Basic Security Settings
Screen Lock and Encryption
Setting up a screen lock is a fundamental step in securing your Android device. Options include password, PIN, or passcode. Navigate to Settings > Security or Lock Screen to choose from pattern lock, PIN, or password. Auto-lock should be set to 15 minutes or less to prevent unauthorized access.
Data encryption is another critical setting. Android OS version 7.0 (Nougat) and newer have encryption enabled by default. For earlier versions, go to Settings > Security > Turn on Encryption. This ensures all data on your device is encrypted, making unauthorized access more difficult.
Device Tracking
Installing a device tracking app enhances security. These apps help locate your device if lost or stolen and can remotely erase all content and settings if necessary. This feature is particularly useful for handling sensitive data.
Network Security
Secure Network Connections
Using a secure network connection is essential. Your cellular carrier network generally provides a more secure connection compared to public Wi-Fi networks. If using a wireless connection, ensure it is secure, such as MWireless.
WiFi and Bluetooth
Turn off WiFi and Bluetooth when not in use to prevent unauthorized access. These features can be easily enabled or disabled through Settings > Connections.
App Management
App Permissions
Managing app permissions effectively is crucial for device security:
- Assign Bare Minimum Permissions: Only grant essential permissions for the app's key features.
- Enable Runtime Permissions: Use runtime permissions to access sensitive data or features, enhancing transparency and control.

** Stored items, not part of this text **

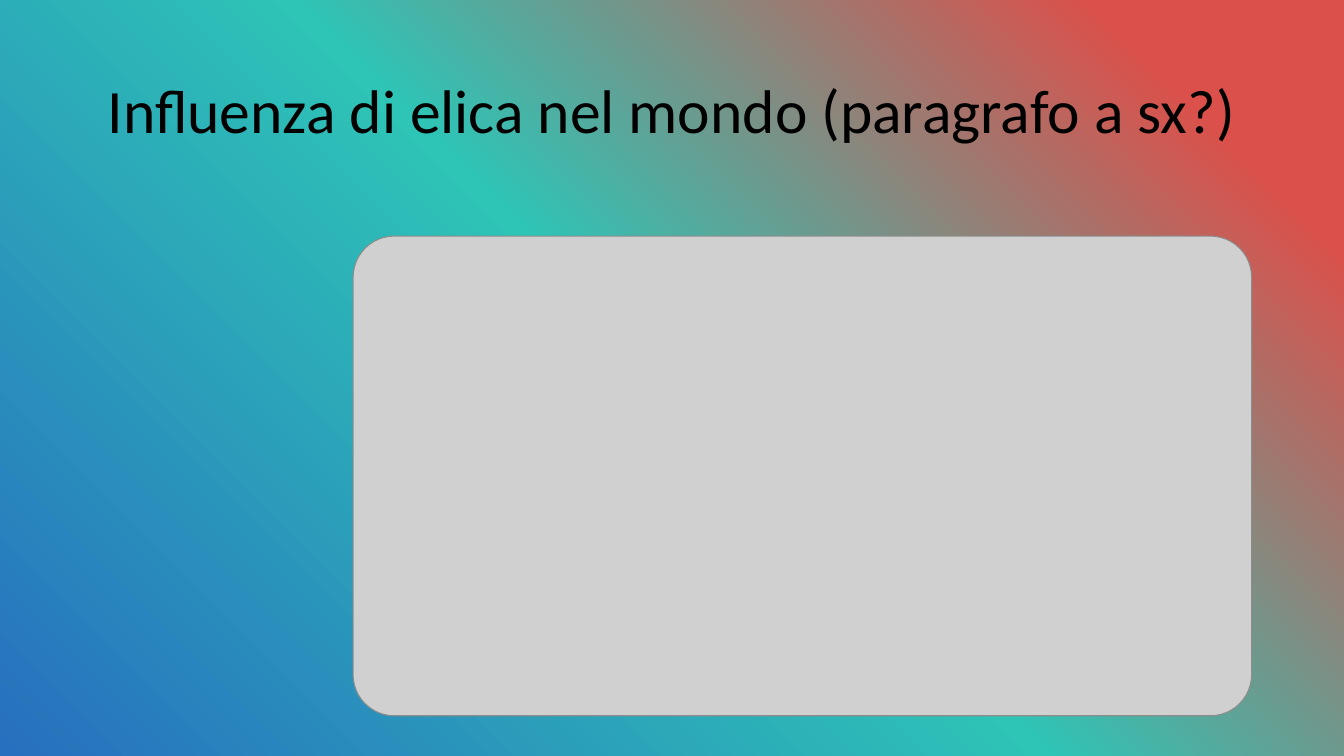
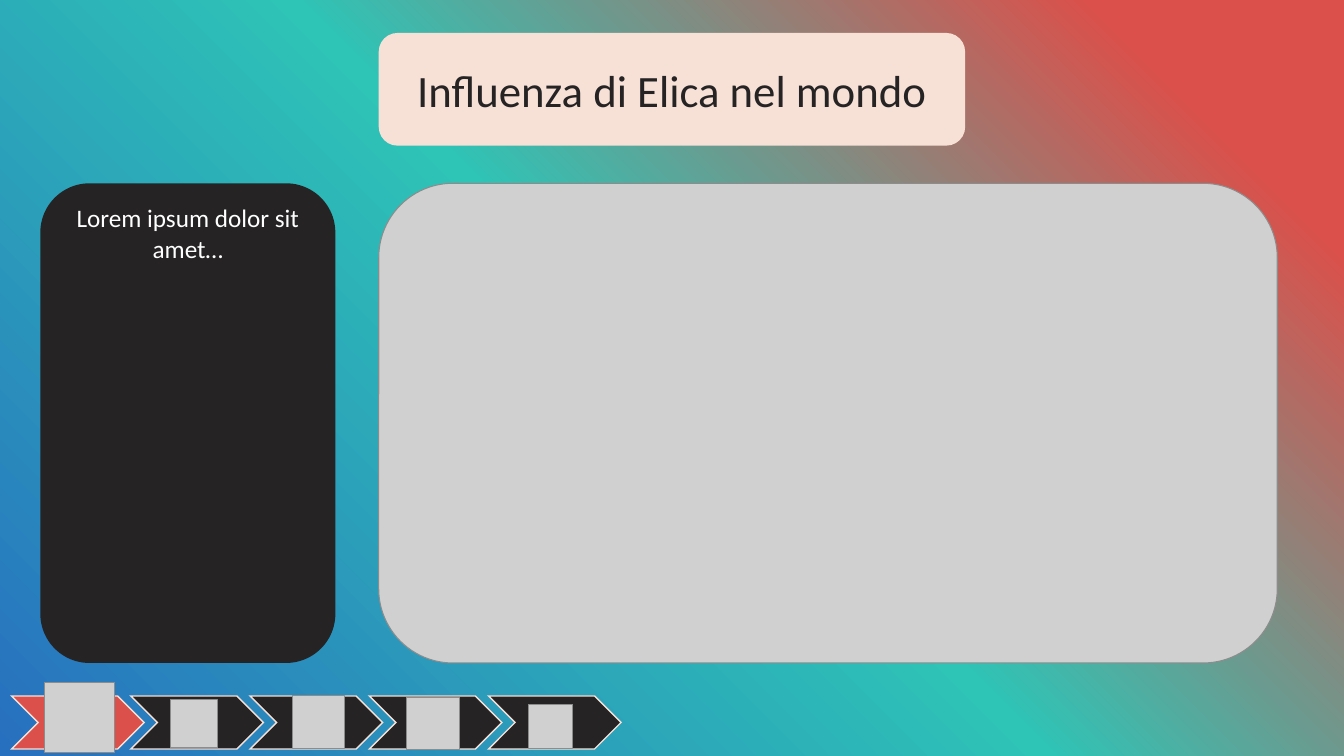
Before and after one commit to OMGitsDrake/PWEOA23-IDueMoschettieri, a slide deck: slide 7 of I Due Moschettieri.pptx. Drawn at 1344x756 pixels with LibreOffice and Linux fonts; fonts in the diff are those of the drawing; grey boxes stand for pictures. Boxes give left, top, right and bottom in pixels: in the first picture for what was removed or moved away, otherwise in the second. Text is boxed around its words. In the diff, an @@ line names an element or a change of style, - is before the commit and + after.

```diff
--- a/I Due Moschettieri.pptx
+++ b/I Due Moschettieri.pptx
@@ rounded rectangle "Influenza di Elica nel mondo": place and size @@
-rounded rectangle "Influenza di Elica nel mondo" at box(108, 82, 1235, 144)
+rounded rectangle "Influenza di Elica nel mondo" at box(379, 33, 966, 146)
@@ rounded rectangle "Influenza di Elica nel mondo" at box(379, 33, 966, 146): fill none to #F7E1D7 @@
@@ text in rounded rectangle at box(417, 76, 926, 108): text changed; size 44 to 32 pt; text colour #000000 to #252323 @@
-Influenza di elica nel mondo (paragrafo a sx?)
+Influenza di Elica nel mondo
@@ rounded rectangle added at box(40, 184, 336, 663), fill #252323, 18 pt, text #FFFFFF @@
+Lorem ipsum dolor sit amet…
@@ picture: place and size @@
-picture at box(353, 236, 1251, 716)
+picture at box(379, 184, 1277, 663)
@@ picture added at box(44, 683, 114, 752) @@
@@ picture added at box(170, 700, 218, 747) @@
@@ picture added at box(292, 696, 345, 748) @@
@@ picture added at box(406, 698, 459, 750) @@
@@ group added at box(12, 696, 621, 749): 5 chevrons @@
@@ picture added at box(528, 705, 573, 749) @@
```
Also in this commit, not shown: 5 other slides changed.

- Clearly Explain Normal Permissions: Ensure users understand why certain permissions are required to gain their trust and reduce unnecessary permissions.
Trusted Market Apps
Install apps only from trusted sources like the Google Play Store. Avoid installing apps from other sources unless required for specific work and approved by your department.
App Updates
Keeping apps updated is vital. Regular updates often include patches for known vulnerabilities and new security features. To update apps:
- Check for Updates: Regularly check the Google Play Store for updates to all installed apps.
- Enable Auto-Update: Enable auto-update settings to ensure apps are updated automatically.
Antivirus Software
While built-in security features like Google Play Protect are helpful, additional antivirus software provides comprehensive protection. Here are some top antivirus apps for Android:
TotalAV
TotalAV offers real-time protection and a suite of security tools. It protects against malicious websites, includes real-time protection, allows app locking, and provides a high-powered VPN. It also includes basic identity theft protections and checks all Android apps before installation.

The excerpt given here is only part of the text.